The Cutthroats, led by Bloody Jack, attacked the Temple of the Sea God. Several acolytes were slain before we arrived and dispatched the malefactors. Mother Lorrel stated that her god would send a storm to cleanse the temple of its defilement. She also expressed concern for a Sister Gwendolyn who was missing. We found her speaking to Thuron at the Temple of Knowledge and escorted her back. 
16 Swordfish 
The Sea Lord’s Guard are conducting a purge of the city, hunting down the surviving members of the Cutthroats and Buccaneers. First hurricane of the season appears to be brewing. 
Sister Gwendolyn approached me and asked that we speak to Captain Marcus Roberts regarding the rumored disappearance of Lady Elise Grossette. Roberts stated that he suspected a political rival, Arias Soderheim of abducting the lady. Reconnaissance at her estate led Bergo to discover that she had been removed through her second story window by elven pirates the night before. Further investigation revealed that Captain Sharpe of the Knife had departed in haste. He appeared to be heading to Windward. 
We decided to seek passage in order to pursue and soon encountered Captain Buster Wallace of the Gallant who agreed to take us to Windward before the storm broke. Upon our approach, we sighted a caravel and were attacked by Sahuagin. A malenti fired a wand at Celestia who replied, quite efficiently, with scorching ray. Rudolf’s dog was slain, and his resulting rage quickly cleared the remaining foes from our decks. 
We bypassed the larger ship under cover of the storm and made directly for the shore. Captain Wallace agreed to wait three hours for our return. The beach was littered with bodies, and we discovered some undead, serpent-like people feeding on the remains. 

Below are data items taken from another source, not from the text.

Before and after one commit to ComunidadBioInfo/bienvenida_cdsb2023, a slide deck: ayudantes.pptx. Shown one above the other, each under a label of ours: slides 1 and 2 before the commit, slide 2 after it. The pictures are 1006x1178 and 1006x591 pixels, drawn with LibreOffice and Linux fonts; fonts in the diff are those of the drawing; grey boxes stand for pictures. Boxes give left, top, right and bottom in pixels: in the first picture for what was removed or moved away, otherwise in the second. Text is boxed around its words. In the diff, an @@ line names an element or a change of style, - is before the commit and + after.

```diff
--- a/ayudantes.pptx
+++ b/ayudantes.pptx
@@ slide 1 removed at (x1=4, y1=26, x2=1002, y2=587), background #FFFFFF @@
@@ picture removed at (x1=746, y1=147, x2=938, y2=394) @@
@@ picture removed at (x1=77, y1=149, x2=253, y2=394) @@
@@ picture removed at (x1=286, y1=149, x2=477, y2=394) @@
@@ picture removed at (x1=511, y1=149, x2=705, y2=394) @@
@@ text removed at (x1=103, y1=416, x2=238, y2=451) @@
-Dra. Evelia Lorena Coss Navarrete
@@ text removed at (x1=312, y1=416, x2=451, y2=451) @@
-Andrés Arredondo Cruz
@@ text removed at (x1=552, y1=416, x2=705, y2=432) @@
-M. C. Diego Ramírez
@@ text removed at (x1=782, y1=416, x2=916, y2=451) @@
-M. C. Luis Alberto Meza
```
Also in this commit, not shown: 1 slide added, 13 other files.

The resort inn had been overrun by elven pirates. These were led by Captain Sharpe, a bald and scared caster called Keel, and the rogue, Dirty Malone. We eventually overcame them, capturing Sharpe and Malone in the process, and rescued Lady Grossette and five other survivors. Once again, Celestia proved invaluable in the fight while Rudolf more than held his own. 

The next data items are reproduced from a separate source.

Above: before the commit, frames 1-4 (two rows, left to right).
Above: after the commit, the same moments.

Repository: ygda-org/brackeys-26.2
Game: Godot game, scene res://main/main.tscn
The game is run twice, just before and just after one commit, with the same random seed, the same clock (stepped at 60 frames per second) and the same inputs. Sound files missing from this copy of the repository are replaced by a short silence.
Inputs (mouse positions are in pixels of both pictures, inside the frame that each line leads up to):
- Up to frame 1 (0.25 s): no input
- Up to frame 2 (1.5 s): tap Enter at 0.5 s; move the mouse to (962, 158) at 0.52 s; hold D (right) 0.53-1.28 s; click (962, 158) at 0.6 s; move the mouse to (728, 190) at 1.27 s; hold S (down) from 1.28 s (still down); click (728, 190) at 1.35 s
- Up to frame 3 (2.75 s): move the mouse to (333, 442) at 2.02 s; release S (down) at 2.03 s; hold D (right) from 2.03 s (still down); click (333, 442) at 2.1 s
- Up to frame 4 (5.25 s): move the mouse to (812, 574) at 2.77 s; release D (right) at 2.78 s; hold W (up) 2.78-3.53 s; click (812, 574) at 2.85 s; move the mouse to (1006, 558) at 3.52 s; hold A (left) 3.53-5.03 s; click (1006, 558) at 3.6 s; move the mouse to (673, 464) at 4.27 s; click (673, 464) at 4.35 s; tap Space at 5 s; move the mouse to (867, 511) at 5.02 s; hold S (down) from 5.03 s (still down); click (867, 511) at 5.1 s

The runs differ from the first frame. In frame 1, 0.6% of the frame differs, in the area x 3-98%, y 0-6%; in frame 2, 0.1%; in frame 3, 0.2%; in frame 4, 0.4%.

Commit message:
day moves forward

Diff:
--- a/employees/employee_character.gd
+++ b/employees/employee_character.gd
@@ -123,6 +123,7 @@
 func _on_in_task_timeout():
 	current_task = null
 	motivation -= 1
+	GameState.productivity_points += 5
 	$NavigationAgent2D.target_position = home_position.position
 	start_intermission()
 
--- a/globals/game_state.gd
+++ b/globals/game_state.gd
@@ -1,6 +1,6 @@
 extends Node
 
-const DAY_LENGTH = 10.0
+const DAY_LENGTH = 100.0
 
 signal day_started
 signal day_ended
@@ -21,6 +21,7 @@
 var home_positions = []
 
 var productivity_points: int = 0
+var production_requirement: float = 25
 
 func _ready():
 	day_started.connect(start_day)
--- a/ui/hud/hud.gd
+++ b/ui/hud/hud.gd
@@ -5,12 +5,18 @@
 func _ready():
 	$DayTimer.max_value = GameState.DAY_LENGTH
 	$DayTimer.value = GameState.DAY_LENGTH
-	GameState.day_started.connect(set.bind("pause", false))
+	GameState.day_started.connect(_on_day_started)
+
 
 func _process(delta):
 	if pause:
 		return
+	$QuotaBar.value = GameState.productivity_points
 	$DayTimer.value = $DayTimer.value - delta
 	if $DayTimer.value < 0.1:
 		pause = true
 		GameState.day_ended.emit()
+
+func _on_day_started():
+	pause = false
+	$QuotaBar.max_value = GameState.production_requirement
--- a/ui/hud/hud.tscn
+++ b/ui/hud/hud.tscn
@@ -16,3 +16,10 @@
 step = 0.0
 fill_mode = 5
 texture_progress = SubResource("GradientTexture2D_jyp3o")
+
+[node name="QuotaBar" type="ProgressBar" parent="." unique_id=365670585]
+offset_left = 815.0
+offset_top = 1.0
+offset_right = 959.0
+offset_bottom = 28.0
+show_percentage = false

We returned to shore where Celestia signaled Captain Wallace by igniting Sharpee’s caravel with no less than four fireballs. The return crossing was rough but uneventful. We made landfall and I asked that Captain Wallace as well as those from the inn accompany us to Captain Roberts’ residence for shelter and to make our report. Two hours later the storm hit. 
17 Swordfish 
Captain Roberts requested that we attend an emergency meeting of the Captains’ Council. He provided coaches that conveyed us to the Plaza of Gold in the Merchants’ district. We were then asked to present the evidence acquired during our recent excursion and to testify against Soderheim. Documents and confessions obtained during the rescue of Lady Grossette indicated that Soderheim had hired Malone to kidnap her. Sharp was paid by someone from the continent to insure that she did not survive. 
Marilise Maeorgan proposed that Soderheim be formally tried, his household dissolved, and his relatives banished from Freeport. This led to a further two hours of debate which were interrupted when crossbowmen concealed in the crowd of about forty spectators opened fire. 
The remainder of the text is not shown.